Now I do it when BM is in my head too much. Whenever I think about her, I snap the band.

It won't stop DH from talking about her but it will get her out of your head!

Oh and if your self talk is derogatory do this! It will change your world.

Merry's picture

Skids were adults (chronologically anyway) when DH and I married, so I have had very little BM drama. Not that her name doesn't come up. Almost always, DH refers to her as his "practice wife." He has mentioned things I didn't want to hear about, and I just ask him to stop. And he does. I am aware they have children together, and I do know how babies are made.
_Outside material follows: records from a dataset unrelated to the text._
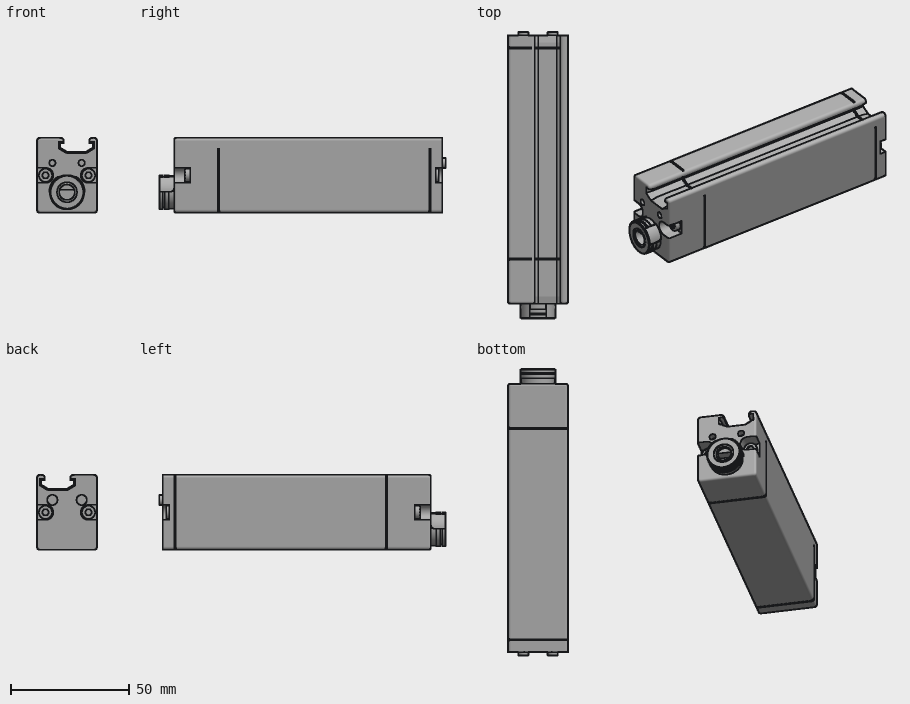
import cadquery as cq
import math

width = 25.5
length = 121.2
height = 31.7

stud_height = 1.5
connector_length = 6.3
front = -length / 2 + connector_length
rear = length / 2 - stud_height
long_edge_radius = 1.3
front_edge_radius = 1.0

channel_x = 4.0
lip_half_gap = 5.3
lip_left = channel_x - lip_half_gap
lip_right = channel_x + lip_half_gap
lip_depth = 2.3
lip_edge_radius = 1.5
channel_half_width = 6.9
channel_wall_depth = 4.2
channel_depth = 5.9
channel_floor_half = 4.0
flare = 0.6
flare_length = 3.0

seam_width = 0.6
seam_depth = 0.7
front_cap_length = 18.5
rear_cap_length = 5.0
rail_depth = 4.7

pocket_x = 9.0
screw_x = 9.1
pocket_z = 15.9
pocket_radius = 3.1
front_pocket_depth = 6.8
rear_pocket_depth = 2.8
screw_radius = 2.8
front_screw_height = 2.2
screw_edge_radius = 0.5
rear_screw_height = 1.3
socket_across_corners = 2.9
socket_depth = 0.7

stud_x = 6.2
stud_z = 21.1
hole_diameter = 2.7
hole_depth = 3.6
stud_radius = 2.2
stud_edge_radius = 0.5

connector_z = 8.7
connector_radius = 7.3
connector_chamfer = 0.4
ring_groove_offset = 1.6
ring_groove_width = 0.7
ring_groove_depth = 0.7
neck_length = 2.3
neck_depth = 0.2
pad_radius = 7.5
pad_start_angle = 2
pad_end_angle = 62
pad_corner_radius = 1.5
socket_recess_radius = 4.2
socket_recess_depth = 0.5
bore_radius = 3.3
bore_depth = 6.0
key_offset = 1.1
key_depth = 1.8


def box(x_min, x_max, y_min, y_max, z_min, z_max):
    """Block between the given limits."""
    size = (x_max - x_min, y_max - y_min, z_max - z_min)
    return cq.Workplane("XY").box(*size, centered=False).translate((x_min, y_min, z_min))


def rod(radius, x, z, y_start, y_end):
    """Cylinder along Y."""
    plane = cq.Plane((x, y_start, z), (1, 0, 0), (0, 1, 0))
    return cq.Workplane(plane).circle(radius).extrude(y_end - y_start)


def channel_points(growth):
    """Section of the channel below its lips, enlarged by the given amount."""
    half = channel_half_width + growth
    ceiling = height - lip_depth + growth
    wall_end = height - channel_wall_depth - growth / 2
    floor = height - channel_depth - growth
    return [
        (channel_x - half, ceiling),
        (channel_x - half, wall_end),
        (channel_x - channel_floor_half, floor),
        (channel_x + channel_floor_half, floor),
        (channel_x + half, wall_end),
        (channel_x + half, ceiling),
    ]


def channel_prism(y_start, y_end, growth=0.0):
    """Straight stretch of the channel below its lips."""
    plane = cq.Plane((0, y_end, 0), (1, 0, 0), (0, -1, 0))
    return cq.Workplane(plane).polyline(channel_points(growth)).close().extrude(y_end - y_start)


def channel_flare(y_end_face, y_inner):
    """Tapered mouth of the channel, widest at the end face."""
    wires = []
    for y, growth in ((y_end_face, flare), (y_inner, 0.0)):
        corners = [cq.Vector(x, y, z) for x, z in channel_points(growth)]
        wires.append(cq.Wire.makePolygon(corners, close=True))
    return cq.Workplane(obj=cq.Solid.makeLoft(wires, True))


def make_body():
    """Long block with rounded edges and the channel along its top."""
    body = box(-width / 2, width / 2, front, rear, 0, height)
    body = body.cut(box(lip_left, lip_right, front, rear, height - lip_depth, height))
    body = body.edges("|Y and (<X or >X)").fillet(long_edge_radius)
    lip_edges = cq.selectors.BoxSelector(
        (lip_left - lip_edge_radius, front, height - lip_edge_radius / 2),
        (lip_right + lip_edge_radius, rear, height + lip_edge_radius),
    )
    body = body.edges("|Y").edges(lip_edges).fillet(lip_edge_radius)
    body = body.faces("<Y").edges().fillet(front_edge_radius)
    body = body.cut(channel_prism(front, rear))
    body = body.cut(channel_flare(front, front + flare_length))
    return body.cut(channel_flare(rear, rear - flare_length))


def seam(y_start):
    """Groove around the body and across the channel floor that skips the channel lips."""
    y_end = y_start + seam_width
    half_core = width / 2 - seam_depth
    core = box(-half_core, half_core, y_start, y_end, seam_depth, height - seam_depth)
    core = core.cut(channel_prism(y_start, y_end, seam_depth))
    left_lip = box(lip_left - lip_edge_radius, lip_left, y_start, y_end, height - lip_depth, height)
    right_rail = box(lip_right, width / 2, y_start, y_end, height - rail_depth, height)
    ring = box(-width / 2, width / 2, y_start, y_end, 0, height)
    return ring.cut(core).cut(left_lip).cut(right_rail)


def pocket(side, y_start, y_end):
    """Round-ended pocket that runs out through one side of the body."""
    axis_x = side * pocket_x
    x_min, x_max = sorted((axis_x, side * width / 2))
    opening = box(x_min, x_max, y_start, y_end, pocket_z - pocket_radius, pocket_z + pocket_radius)
    return rod(pocket_radius, axis_x, pocket_z, y_start, y_end).union(opening)


def screw_head(side, y_seat, y_top):
    """Cylindrical screw head with a hexagon socket in its outer end."""
    axis_x = side * screw_x
    outward = math.copysign(1, y_top - y_seat)
    plane = cq.Plane((axis_x, y_top, pocket_z), (1, 0, 0), (0, -outward, 0))
    socket = cq.Workplane(plane).polygon(6, socket_across_corners).extrude(socket_depth)
    head = rod(screw_radius, axis_x, pocket_z, y_seat, y_top)
    head = head.faces(">Y" if outward > 0 else "<Y").edges().fillet(screw_edge_radius)
    return head.cut(socket)


def make_pad(side, y_start, y_end):
    """Raised pad on the upper quarter of the connector, rounded at its low corner next to the body."""
    reach = 2 * pad_radius
    section = [(0, 0)]
    for degrees in (pad_start_angle, pad_end_angle):
        angle = math.radians(degrees)
        section.append((side * reach * math.cos(angle), reach * math.sin(angle)))
    plane = cq.Plane((0, y_end, connector_z), (1, 0, 0), (0, -1, 0))
    sector = cq.Workplane(plane).polyline(section).close().extrude(y_end - y_start)
    low_corner = connector_z + reach * math.sin(math.radians(pad_start_angle)) / 2
    nearest = cq.selectors.NearestToPointSelector((side * reach / 2, y_end, low_corner))
    sector = sector.edges(nearest).fillet(pad_corner_radius)
    return rod(pad_radius, 0, connector_z, y_start, y_end).intersect(sector)


def make_connector():
    """Ring-grooved round connector with two pads and a keyed bore."""
    tip = front - connector_length
    connector = rod(connector_radius, 0, connector_z, tip, front)
    connector = connector.faces("<Y").edges().chamfer(connector_chamfer)
    groove_start = tip + ring_groove_offset
    for depth, y_start, y_end in (
        (ring_groove_depth, groove_start, groove_start + ring_groove_width),
        (neck_depth, front - neck_length, front),
    ):
        outer = rod(connector_radius, 0, connector_z, y_start, y_end)
        inner = rod(connector_radius - depth, 0, connector_z, y_start, y_end)
        connector = connector.cut(outer.cut(inner))
    for side in (-1, 1):
        connector = connector.union(make_pad(side, tip + connector_chamfer, front))
    recess = rod(socket_recess_radius, 0, connector_z, tip, tip + socket_recess_depth)
    bore = rod(bore_radius, 0, connector_z, tip, tip + bore_depth)
    key_z = connector_z + key_offset
    key = box(-bore_radius, bore_radius, tip + key_depth, front, key_z, connector_z + bore_radius)
    return connector.cut(recess).cut(bore.cut(key))


result = make_body()

for seam_start in (front + front_cap_length, rear - rear_cap_length - seam_width):
    result = result.cut(seam(seam_start))

for side in (-1, 1):
    front_seat = front + front_pocket_depth
    rear_seat = rear - rear_pocket_depth
    result = result.cut(pocket(side, front, front_seat))
    result = result.cut(pocket(side, rear_seat, rear))
    result = result.union(screw_head(side, front_seat, front_seat - front_screw_height))
    result = result.union(screw_head(side, rear_seat, rear_seat + rear_screw_height))

    result = result.cut(rod(hole_diameter / 2, side * stud_x, stud_z, front, front + hole_depth))
    stud = rod(stud_radius, side * stud_x, stud_z, rear, rear + stud_height)
    result = result.union(stud.faces(">Y").edges().fillet(stud_edge_radius))

result = result.union(make_connector())

My ex is a non-issue to DH, but he is obsessed about a guy I dated very briefly after my divorce. I never think about this guy, ever, until DH brings it up. It's weird.

Tuff Noogies's picture

AJ, to answer your question from my point of view, it was a combination of both time, and doing better to stay away from negative subject matter when reconnecting with my dh. he was actually the one who pointed out how most of our conversations focused on kid problems, dumb@$$, or work. it was hard, because that WAS our life! we made a conscientious effort to help eachother - if i veered back into those subjects, dh would point it out and we'd pick something else to talk about, and vice versa.
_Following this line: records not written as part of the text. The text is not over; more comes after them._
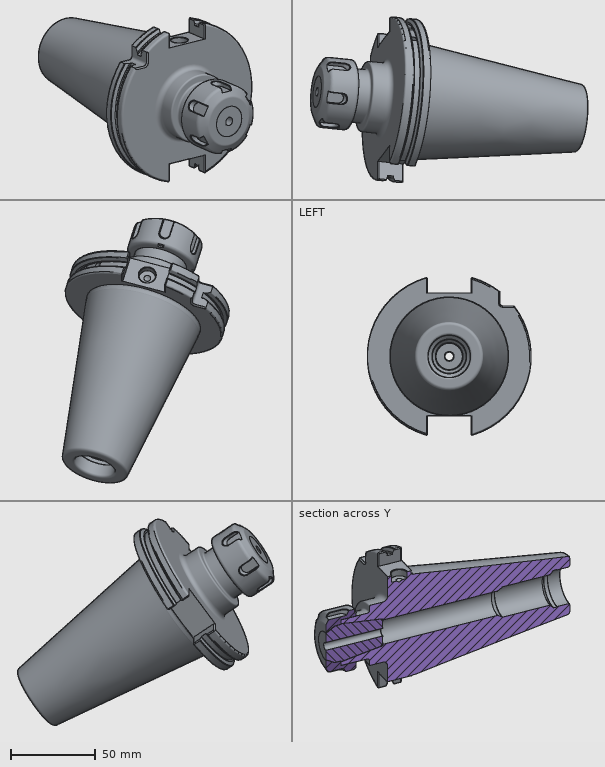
import cadquery as cq
import math


gauge_radius = 69.85 / 2
taper_length = 101.75
taper_slope = 7 / 48
tail_radius = gauge_radius - taper_length * taper_slope
tail_fillet = 2.0

flange_back = 3.2
flange_front = 19.1
flange_radius = 97.5 / 2
flange_back_fillet = 1.0
flange_front_fillet = 1.25
collar_radius = 70 / 2
collar_ramp = 0.25
collar_flare_length = 1.1
collar_flare_rise = 0.3

groove_center = 11.1
groove_floor_radius = 90.9 / 2
groove_floor_width = 3.5
groove_wall_height = 1.1
groove_flank_angle = 30
groove_edge_fillet = 0.5

slot_width = 25.7
slot_floor_top = 37.7
slot_floor_bottom = 35.3
slot_chamfer = 0.75

notch_offset = 30.0
notch_fillet = 2.0
notch_chamfer = 0.85

chip_diameter = 10.0
chip_depth = 4.6
chip_chamfer = 0.35
chip_dimple_diameter = 3.9
drill_point_angle = 118

balance_diameter = 3.5
balance_depth = 10.0
balance_angles = (42.3, 57.8)

spigot_radius = 42 / 2
spigot_front = 31.2
spigot_root_fillet = 3.0
spigot_edge_fillet = 1.0
nose_radius = 32 / 2
nose_root_fillet = 1.0
nose_front = 50.0

bore_fillet = 1.5
pilot_radius = 25 / 2
pilot_depth = 8.7
relief_radius = 25.6 / 2
relief_depth = 11.2
thread_radius = 20.7 / 2
thread_depth = 45.0
drill_radius = 20 / 2
drill_taper_angle = 30
clearance_radius = 16.5 / 2

collet_half_angle = 8
collet_back = 22.0
collet_back_radius = 18.2 / 2
collet_mouth_radius = 25.75 / 2
collet_bore_radius = 5 / 2
collet_bore_chamfer = 0.4
collet_back_chamfer = 1.3
collet_length = (collet_mouth_radius - collet_back_radius) / math.tan(math.radians(collet_half_angle))
collet_mouth = collet_back + collet_length
collet_shoulder = 54.0
collet_front = 60.0
collet_front_angle = 30

nut_back = 39.65
nut_front = collet_front
nut_radius = 42 / 2
nut_back_fillet = 2.0
nut_front_fillet = 2.3
nut_face_radius = 15.0
spanner_edge_break = 0.35
nut_face_fillet = 2.0
nut_cone_angle = 60
nut_cone_start = nut_front - (nut_radius - nut_face_radius) / math.tan(math.radians(nut_cone_angle))

spanner_width = 6.2
spanner_floor_radius = 18.2
spanner_tilt = 30
spanner_start_upper = 44.7
spanner_start_lower = 46.6
spanner_step = 60

dimple_diameter = 3.5
dimple_offset = 20.0
dimple_depth = 1.0

overcut = 1.0
tolerance = 0.01


def revolve_about_x(profile):
    """Full turn of a closed (axial, radial) sketch about the spindle axis."""
    return profile.close().revolve(360, (0, 0, 0), (1, 0, 0))


def circle_edge(body, x, radius):
    """The circular edges of the given radius that lie in the plane at x."""
    chosen = []
    for edge in body.edges("%CIRCLE").vals():
        lies_flat = edge.BoundingBox().xlen < tolerance
        at_place = abs(edge.startPoint().x - x) < tolerance
        if lies_flat and at_place and abs(edge.radius() - radius) < tolerance:
            chosen.append(edge)
    return body.newObject(chosen)


def box_between(x_range, y_range, z_range):
    """Box from its lower and upper limits along each axis."""
    limits = (x_range, y_range, z_range)
    sizes = [high - low for low, high in limits]
    corner = tuple(low for low, high in limits)
    return cq.Workplane("XY").box(*sizes, centered=False).translate(corner)



through_flange = (flange_back - overcut, flange_front + overcut)
beyond_flange = flange_radius + overcut


def cut_notch(flange):
    cutter = box_between(through_flange, (-beyond_flange, -notch_offset), (notch_offset, beyond_flange))
    cutter = cutter.edges("|X and >Y and <Z").fillet(notch_fillet)
    flange = flange.cut(cutter)
    rim_edges = []
    for edge in flange.faces("<X or >X").edges().vals():
        center = edge.Center()
        if center.y < -notch_offset + notch_fillet and center.z > notch_offset - notch_fillet:
            rim_edges.append(edge)
    return flange.newObject(rim_edges).chamfer(notch_chamfer)


def make_drive_slots():
    """Cutters of the upper and the lower drive slot."""
    across_slot = (-slot_width / 2, slot_width / 2)
    top = box_between(through_flange, across_slot, (slot_floor_top, beyond_flange))
    bottom = box_between(through_flange, across_slot, (-beyond_flange, -slot_floor_bottom))
    return top.add(bottom).combine()


def cut_drive_slots(flange):
    """Cut the slots and chamfer every edge of their walls except along the floor."""
    flange = flange.cut(make_drive_slots())
    wall_edges = []
    for wall in flange.faces("|Y").vals():
        if abs(abs(wall.Center().y) - slot_width / 2) > tolerance:
            continue
        for edge in wall.Edges():
            height = edge.Center().z
            on_top_floor = abs(height - slot_floor_top) < tolerance
            on_bottom_floor = abs(height + slot_floor_bottom) < tolerance
            if not (on_top_floor or on_bottom_floor):
                wall_edges.append(edge)
    return flange.newObject(wall_edges).chamfer(slot_chamfer)


def cut_groove(flange):
    half_floor = groove_floor_width / 2
    wall_top = groove_floor_radius + groove_wall_height
    flank_run = (flange_radius - wall_top) * math.tan(math.radians(groove_flank_angle))
    half_mouth = half_floor + flank_run
    tangent = groove_edge_fillet * math.tan(math.radians((90 - groove_flank_angle) / 2))
    touch_x = tangent * math.sin(math.radians(groove_flank_angle))
    touch_drop = tangent * math.cos(math.radians(groove_flank_angle))
    outside = flange_radius + overcut
    profile = (
        cq.Workplane("XY")
        .moveTo(groove_center - half_mouth - tangent, outside)
        .lineTo(groove_center - half_mouth - tangent, flange_radius)
        .tangentArcPoint((groove_center - half_mouth + touch_x, flange_radius - touch_drop), relative=False)
        .lineTo(groove_center - half_floor, wall_top)
        .lineTo(groove_center - half_floor, groove_floor_radius)
        .lineTo(groove_center + half_floor, groove_floor_radius)
        .lineTo(groove_center + half_floor, wall_top)
        .lineTo(groove_center + half_mouth - touch_x, flange_radius - touch_drop)
        .tangentArcPoint((groove_center + half_mouth + tangent, flange_radius), relative=False)
        .lineTo(groove_center + half_mouth + tangent, outside)
    )
    return flange.cut(revolve_about_x(profile))


def make_flange():
    flange = revolve_about_x(
        cq.Workplane("XY")
        .moveTo(flange_back, 0)
        .lineTo(flange_back, flange_radius)
        .lineTo(flange_front, flange_radius)
        .lineTo(flange_front, 0)
    )
    flange = cut_notch(flange)
    flange = circle_edge(flange, flange_back, flange_radius).fillet(flange_back_fillet)
    flange = circle_edge(flange, flange_front, flange_radius).fillet(flange_front_fillet)
    flange = cut_drive_slots(flange)
    return cut_groove(flange)


def make_shank():
    """Taper with its straight collar, which swells into the flange."""
    shank = revolve_about_x(
        cq.Workplane("XY")
        .moveTo(-taper_length, 0)
        .lineTo(-taper_length, tail_radius)
        .lineTo(-collar_ramp, gauge_radius - collar_ramp * taper_slope)
        .lineTo(collar_ramp, collar_radius)
        .lineTo(flange_back - collar_flare_length, collar_radius)
        .tangentArcPoint((flange_back, collar_radius + collar_flare_rise), relative=False)
        .lineTo(flange_back, 0)
    )
    return circle_edge(shank, -taper_length, tail_radius).fillet(tail_fillet)


def make_spigot_and_nose():
    return revolve_about_x(
        cq.Workplane("XY")
        .moveTo(flange_front, 0)
        .lineTo(flange_front, spigot_radius + spigot_root_fillet)
        .radiusArc((flange_front + spigot_root_fillet, spigot_radius), -spigot_root_fillet)
        .lineTo(spigot_front - spigot_edge_fillet, spigot_radius)
        .radiusArc((spigot_front, spigot_radius - spigot_edge_fillet), spigot_edge_fillet)
        .lineTo(spigot_front, nose_radius + nose_root_fillet)
        .radiusArc((spigot_front + nose_root_fillet, nose_radius), -nose_root_fillet)
        .lineTo(nose_front, nose_radius)
        .lineTo(nose_front, 0)
    )


def make_bore():
    """Drawbar bore that steps down to the clearance hole behind the collet."""
    tail = -taper_length
    drill_taper_length = (drill_radius - clearance_radius) / math.tan(math.radians(drill_taper_angle))
    return revolve_about_x(
        cq.Workplane("XY")
        .moveTo(tail, 0)
        .lineTo(tail, pilot_radius + bore_fillet)
        .radiusArc((tail + bore_fillet, pilot_radius), -bore_fillet)
        .lineTo(tail + pilot_depth, pilot_radius)
        .lineTo(tail + pilot_depth, relief_radius)
        .lineTo(tail + relief_depth, relief_radius)
        .lineTo(tail + relief_depth, pilot_radius)
        .lineTo(tail + relief_depth + pilot_radius - thread_radius, thread_radius)
        .lineTo(tail + thread_depth, thread_radius)
        .lineTo(tail + thread_depth, drill_radius)
        .lineTo(tail + thread_depth + drill_taper_length, clearance_radius)
        .lineTo(collet_back, clearance_radius)
        .lineTo(collet_back, 0)
    )


def drill_point_length(diameter):
    return diameter / 2 / math.tan(math.radians(drill_point_angle / 2))


def make_chip_pocket():
    """Flat round pocket with a broken edge and a drill point dimple in its floor."""
    radius = chip_diameter / 2
    pocket_floor = slot_floor_top - chip_depth
    profile = (
        cq.Workplane("XZ")
        .moveTo(0, slot_floor_top)
        .lineTo(radius + chip_chamfer, slot_floor_top)
        .lineTo(radius, slot_floor_top - chip_chamfer)
        .lineTo(radius, pocket_floor)
        .lineTo(chip_dimple_diameter / 2, pocket_floor)
        .lineTo(0, pocket_floor - drill_point_length(chip_dimple_diameter))
        .close()
    )
    chip_x = (flange_back + flange_front) / 2
    return profile.revolve(360, (0, 0, 0), (0, 1, 0)).translate((chip_x, 0, 0))


def make_balance_hole(angle):
    hole = (
        cq.Workplane("XY", origin=(groove_center, 0, groove_floor_radius - balance_depth))
        .circle(balance_diameter / 2)
        .extrude(balance_depth + overcut)
    )
    return hole.rotate((0, 0, 0), (1, 0, 0), -angle)


def make_holder():
    flange = make_flange()
    shank = make_shank().cut(make_drive_slots())
    holder = flange.union(shank).union(make_spigot_and_nose())
    holder = holder.cut(make_bore()).cut(make_collet_envelope())
    holder = holder.cut(make_chip_pocket())
    for angle in balance_angles:
        holder = holder.cut(make_balance_hole(angle))
    return holder



def make_collet_envelope():
    """Outside of the collet, which is also the seat it fills in the holder and the nut."""
    front_run = collet_front - collet_shoulder
    front_radius = collet_mouth_radius - front_run * math.tan(math.radians(collet_front_angle))
    return revolve_about_x(
        cq.Workplane("XY")
        .moveTo(collet_back, 0)
        .lineTo(collet_back, collet_back_radius)
        .lineTo(collet_mouth, collet_mouth_radius)
        .lineTo(collet_shoulder, collet_mouth_radius)
        .lineTo(collet_front, front_radius)
        .lineTo(collet_front, 0)
    )


def make_collet():
    bore = cq.Workplane("YZ", origin=(collet_back, 0, 0)).circle(collet_bore_radius)
    collet = make_collet_envelope().cut(bore.extrude(collet_front - collet_back))
    collet = circle_edge(collet, collet_back, collet_bore_radius).chamfer(collet_bore_chamfer)
    return circle_edge(collet, collet_back, collet_back_radius).chamfer(collet_back_chamfer)



def make_spanner_cutter(start):
    """Flat-floored slot at +Z, open at the front, with a leaning round end."""
    radius = spanner_width / 2
    lean = math.tan(math.radians(spanner_tilt))
    top = nut_radius + overcut
    center_at_top = start + radius - lean * overcut
    center_at_floor = center_at_top + lean * (top - spanner_floor_radius)
    straight = (
        cq.Workplane("XZ")
        .moveTo(center_at_top, top)
        .lineTo(nut_front + overcut, top)
        .lineTo(nut_front + overcut, spanner_floor_radius)
        .lineTo(center_at_floor, spanner_floor_radius)
        .close()
        .extrude(radius, both=True)
    )
    round_end = (
        cq.Workplane("XY", origin=(center_at_top, 0, top))
        .circle(radius)
        .workplane(offset=spanner_floor_radius - top)
        .center(center_at_floor - center_at_top, 0)
        .circle(radius)
        .loft(ruled=True)
    )
    return straight.union(round_end)


def break_spanner_edges(nut):
    """Chamfer the slot outlines where they cross the outer cylinder of the nut."""
    outline = []
    for face in nut.faces("%CYLINDER").vals():
        if abs(face.BoundingBox().xmin - nut_back - nut_back_fillet) > tolerance:
            continue
        outline += [edge for edge in face.Edges() if edge.BoundingBox().xlen > tolerance]
    return nut.newObject(outline).chamfer(spanner_edge_break)


def make_nut_dimple():
    """Shallow round notch in the rear rim of the nut, at +Z."""
    center = (nut_back - overcut, 0, dimple_offset)
    dimple = cq.Workplane("YZ", origin=center).circle(dimple_diameter / 2)
    return dimple.extrude(overcut + dimple_depth)


def make_nut():
    nut = revolve_about_x(
        cq.Workplane("XY")
        .moveTo(nut_back, nose_radius)
        .lineTo(nut_back, nut_radius)
        .lineTo(nut_cone_start, nut_radius)
        .lineTo(nut_front, nut_face_radius)
        .lineTo(nut_front, 0)
        .lineTo(nose_front, 0)
        .lineTo(nose_front, nose_radius)
    )
    nut = circle_edge(nut, nut_back, nut_radius).fillet(nut_back_fillet)
    nut = circle_edge(nut, nut_cone_start, nut_radius).fillet(nut_front_fillet)
    nut = circle_edge(nut, nut_front, nut_face_radius).fillet(nut_face_fillet)
    for angle in range(0, 360, spanner_step):
        on_upper_side = math.cos(math.radians(angle)) > 0
        start = spanner_start_upper if on_upper_side else spanner_start_lower
        nut = nut.cut(make_spanner_cutter(start).rotate((0, 0, 0), (1, 0, 0), angle))
    nut = break_spanner_edges(nut)
    nut = nut.cut(make_nut_dimple())
    return nut.cut(make_collet_envelope())


holder = make_holder()
collet = make_collet()
nut = make_nut()

result = cq.Compound.makeCompound([holder.val(), collet.val(), nut.val()])

over time, you get better at it. not to say those subjects will never, ever, ever come up or be necessary to talk about, but it'll eventually be emotionless, and you'll have that brainpower available for other things.

mommadukes2015's picture

There's a couple of ways of handling this in my opinion:

A cognitive behavior approach would be to reason with your own line of thinking.
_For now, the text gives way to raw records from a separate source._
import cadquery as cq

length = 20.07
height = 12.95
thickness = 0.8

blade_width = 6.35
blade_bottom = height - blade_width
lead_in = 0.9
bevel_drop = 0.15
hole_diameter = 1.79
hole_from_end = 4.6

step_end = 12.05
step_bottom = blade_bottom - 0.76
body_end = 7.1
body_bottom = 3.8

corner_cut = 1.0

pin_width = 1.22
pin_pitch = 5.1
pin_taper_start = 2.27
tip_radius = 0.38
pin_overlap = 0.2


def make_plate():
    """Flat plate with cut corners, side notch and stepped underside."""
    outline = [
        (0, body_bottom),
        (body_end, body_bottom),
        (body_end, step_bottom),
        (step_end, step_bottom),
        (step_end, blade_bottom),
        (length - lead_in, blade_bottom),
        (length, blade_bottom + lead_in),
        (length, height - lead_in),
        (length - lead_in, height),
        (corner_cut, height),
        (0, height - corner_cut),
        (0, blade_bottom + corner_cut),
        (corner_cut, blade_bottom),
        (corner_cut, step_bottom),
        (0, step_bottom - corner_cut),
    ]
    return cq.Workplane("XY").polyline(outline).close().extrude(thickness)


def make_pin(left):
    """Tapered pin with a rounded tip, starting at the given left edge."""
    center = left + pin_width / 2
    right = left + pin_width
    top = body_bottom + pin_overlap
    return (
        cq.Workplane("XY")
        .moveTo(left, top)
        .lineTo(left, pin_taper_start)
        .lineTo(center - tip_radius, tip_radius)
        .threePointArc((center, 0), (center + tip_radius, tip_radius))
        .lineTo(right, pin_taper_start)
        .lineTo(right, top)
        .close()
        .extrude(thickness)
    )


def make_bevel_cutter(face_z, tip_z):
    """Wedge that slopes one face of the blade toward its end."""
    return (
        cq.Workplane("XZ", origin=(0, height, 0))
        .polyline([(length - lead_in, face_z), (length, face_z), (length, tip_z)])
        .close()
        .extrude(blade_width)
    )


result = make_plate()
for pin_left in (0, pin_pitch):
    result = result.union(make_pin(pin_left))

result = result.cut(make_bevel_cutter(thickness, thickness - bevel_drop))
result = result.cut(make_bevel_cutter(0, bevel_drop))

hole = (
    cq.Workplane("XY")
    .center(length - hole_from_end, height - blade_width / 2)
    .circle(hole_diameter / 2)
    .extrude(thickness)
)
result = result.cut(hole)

Skids exist. You know how they got here.
Why does it bother you when it's said outright? (think about this for a while) Does your reaction make sense knowing that skids exist? No? Why not?
Then self-affirm.
If SO wanted to be with BM-he wouldn't be with you. SO is with you because: (based on my observation, you are insightful, you are kind, you are smart, you are motivated)

A dialectical approach would be to avoid triggers or to acknowledge that you have them and work to find a coping mechanism like distraction, positive self talk to get through the moment.

Now that the BS babble is done:

The Reality Approach (which is my personal fav):

Perhaps, you and SO haven't figured out what your love languages are yet. Remember that post that Gimlet put up? The way we validate someone as valued and important and relevant in our lives depends on who we are as a person (how we show love) and how that person likes to be loved (how they receive/view our efforts at expressing our love). Is our form of expression meeting the needs of the other person? Sometimes these things just mesh for some couples without much of a thought. Others, especially those with different love languages, need to work at it a little more-which is just as good because the effort itself is a loving act. I would venture to guess you would benefit from exploring love languages and talking about what makes you feel valued with DH so he knows how to meet that need. Thus making you feel more secure with your relationship because you will feel valued and loved the way you need and deserve to be.

In my humble opinion, you need a confidence boost. You need to KNOW that what you bring to the table can't be matched or easily replaced. This comes from validation which you receive from both yourself and your SO. I say this from experience, I know BM1 & BM2 can't hold a candle to me-even without SO in the picture (mainly because through no effort of my own, they're hot messes).

I also learned a long time ago that before you can ever be in a healthy relationship, you need to be 100% comfortable with who YOU are. I know who I am. So even SO commenting that the HR lady at work is hot, or telling me an ex messaged him on the book, doesn't get under my skin because truth be told, while I love him endlessly I don't NEED him to feel validated and valuable. Of course, it never hurts to be validated by him (of course our relationship is stronger because he does), but if he were to leave me for someone else it would hurt but I would get through it because I know what I bring to the table. And that my love is a very powerful thing, but it's WORK to get there.

And once you do, lawd help any b*tch that tries to change that.